DATA TO PROCESS:
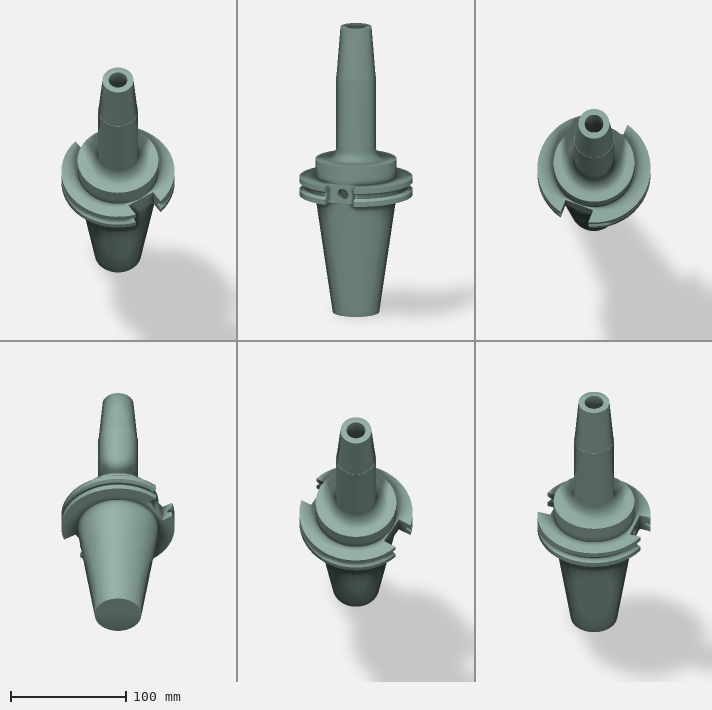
import cadquery as cq

total_height = 254.0
taper_top = 101.5
flange_bottom = 104.6
flange_top = 120.6
hub_top = 136.7
nose_bottom = 209.5

taper_ratio = 7 / 24
hub_radius = 35.0
taper_end_radius = hub_radius - taper_top * taper_ratio / 2
flange_radius = 98.3 / 2
neck_radius = 17.3
nose_base_radius = 17.0
nose_tip_radius = 13.5
neck_fillet = 10.0

flange_middle = (flange_bottom + flange_top) / 2
groove_depth = 4.5
groove_bevel_depth = 2.8
groove_mouth_width = 7.0
groove_width = 3.5

slot_width = 25.7
slot_floor_left = 37.5
slot_floor_right = 35.5
side_hole_diameter = 10.2
side_hole_depth = 10.2

bore_diameter = 16.3
bore_depth = 50.8


def turned_body():
    """Taper, flange, hub, neck and nose revolved about Z."""
    profile = (
        cq.Workplane("XZ")
        .lineTo(taper_end_radius, 0)
        .lineTo(hub_radius, taper_top)
        .lineTo(hub_radius, flange_bottom)
        .lineTo(flange_radius, flange_bottom)
        .lineTo(flange_radius, flange_middle - groove_mouth_width / 2)
        .lineTo(flange_radius - groove_bevel_depth, flange_middle - groove_width / 2)
        .lineTo(flange_radius - groove_depth, flange_middle - groove_width / 2)
        .lineTo(flange_radius - groove_depth, flange_middle + groove_width / 2)
        .lineTo(flange_radius - groove_bevel_depth, flange_middle + groove_width / 2)
        .lineTo(flange_radius, flange_middle + groove_mouth_width / 2)
        .lineTo(flange_radius, flange_top)
        .lineTo(hub_radius, flange_top)
        .lineTo(hub_radius, hub_top)
        .lineTo(neck_radius + neck_fillet, hub_top)
        .radiusArc((neck_radius, hub_top + neck_fillet), neck_fillet)
        .lineTo(neck_radius, nose_bottom)
        .lineTo(nose_base_radius, nose_bottom)
        .lineTo(nose_tip_radius, total_height)
        .lineTo(0, total_height)
        .close()
    )
    return profile.revolve(360, (0, 0, 0), (0, 1, 0))


def drive_slot(side, floor_distance):
    """Cutter from a slot floor out past the flange; side is -1 or +1 along X."""
    length = flange_radius
    return (
        cq.Workplane("XY", origin=(side * (floor_distance + length / 2), 0, flange_bottom))
        .rect(length, slot_width)
        .extrude(flange_top - flange_bottom)
    )


def side_hole():
    """Blind hole going inward from the -X slot floor."""
    return (
        cq.Workplane("YZ", origin=(-slot_floor_left, 0, flange_middle))
        .circle(side_hole_diameter / 2)
        .extrude(side_hole_depth)
    )


def tool_bore():
    """Blind bore going down from the nose tip."""
    return (
        cq.Workplane("XY", origin=(0, 0, total_height))
        .circle(bore_diameter / 2)
        .extrude(-bore_depth)
    )


result = (
    turned_body()
    .cut(drive_slot(-1, slot_floor_left))
    .cut(drive_slot(1, slot_floor_right))
    .cut(side_hole())
    .cut(tool_bore())
)

EXERCISE PROMPT: Output every line of the records exactly, excluding all pictures.

SOLUTION:
import cadquery as cq

total_height = 254.0
taper_top = 101.5
flange_bottom = 104.6
flange_top = 120.6
hub_top = 136.7
nose_bottom = 209.5

taper_ratio = 7 / 24
hub_radius = 35.0
taper_end_radius = hub_radius - taper_top * taper_ratio / 2
flange_radius = 98.3 / 2
neck_radius = 17.3
nose_base_radius = 17.0
nose_tip_radius = 13.5
neck_fillet = 10.0

flange_middle = (flange_bottom + flange_top) / 2
groove_depth = 4.5
groove_bevel_depth = 2.8
groove_mouth_width = 7.0
groove_width = 3.5

slot_width = 25.7
slot_floor_left = 37.5
slot_floor_right = 35.5
side_hole_diameter = 10.2
side_hole_depth = 10.2

bore_diameter = 16.3
bore_depth = 50.8


def turned_body():
    """Taper, flange, hub, neck and nose revolved about Z."""
    profile = (
        cq.Workplane("XZ")
        .lineTo(taper_end_radius, 0)
        .lineTo(hub_radius, taper_top)
        .lineTo(hub_radius, flange_bottom)
        .lineTo(flange_radius, flange_bottom)
        .lineTo(flange_radius, flange_middle - groove_mouth_width / 2)
        .lineTo(flange_radius - groove_bevel_depth, flange_middle - groove_width / 2)
        .lineTo(flange_radius - groove_depth, flange_middle - groove_width / 2)
        .lineTo(flange_radius - groove_depth, flange_middle + groove_width / 2)
        .lineTo(flange_radius - groove_bevel_depth, flange_middle + groove_width / 2)
        .lineTo(flange_radius, flange_middle + groove_mouth_width / 2)
        .lineTo(flange_radius, flange_top)
        .lineTo(hub_radius, flange_top)
        .lineTo(hub_radius, hub_top)
        .lineTo(neck_radius + neck_fillet, hub_top)
        .radiusArc((neck_radius, hub_top + neck_fillet), neck_fillet)
        .lineTo(neck_radius, nose_bottom)
        .lineTo(nose_base_radius, nose_bottom)
        .lineTo(nose_tip_radius, total_height)
        .lineTo(0, total_height)
        .close()
    )
    return profile.revolve(360, (0, 0, 0), (0, 1, 0))


def drive_slot(side, floor_distance):
    """Cutter from a slot floor out past the flange; side is -1 or +1 along X."""
    length = flange_radius
    return (
        cq.Workplane("XY", origin=(side * (floor_distance + length / 2), 0, flange_bottom))
        .rect(length, slot_width)
        .extrude(flange_top - flange_bottom)
    )


def side_hole():
    """Blind hole going inward from the -X slot floor."""
    return (
        cq.Workplane("YZ", origin=(-slot_floor_left, 0, flange_middle))
        .circle(side_hole_diameter / 2)
        .extrude(side_hole_depth)
    )


def tool_bore():
    """Blind bore going down from the nose tip."""
    return (
        cq.Workplane("XY", origin=(0, 0, total_height))
        .circle(bore_diameter / 2)
        .extrude(-bore_depth)
    )


result = (
    turned_body()
    .cut(drive_slot(-1, slot_floor_left))
    .cut(drive_slot(1, slot_floor_right))
    .cut(side_hole())
    .cut(tool_bore())
)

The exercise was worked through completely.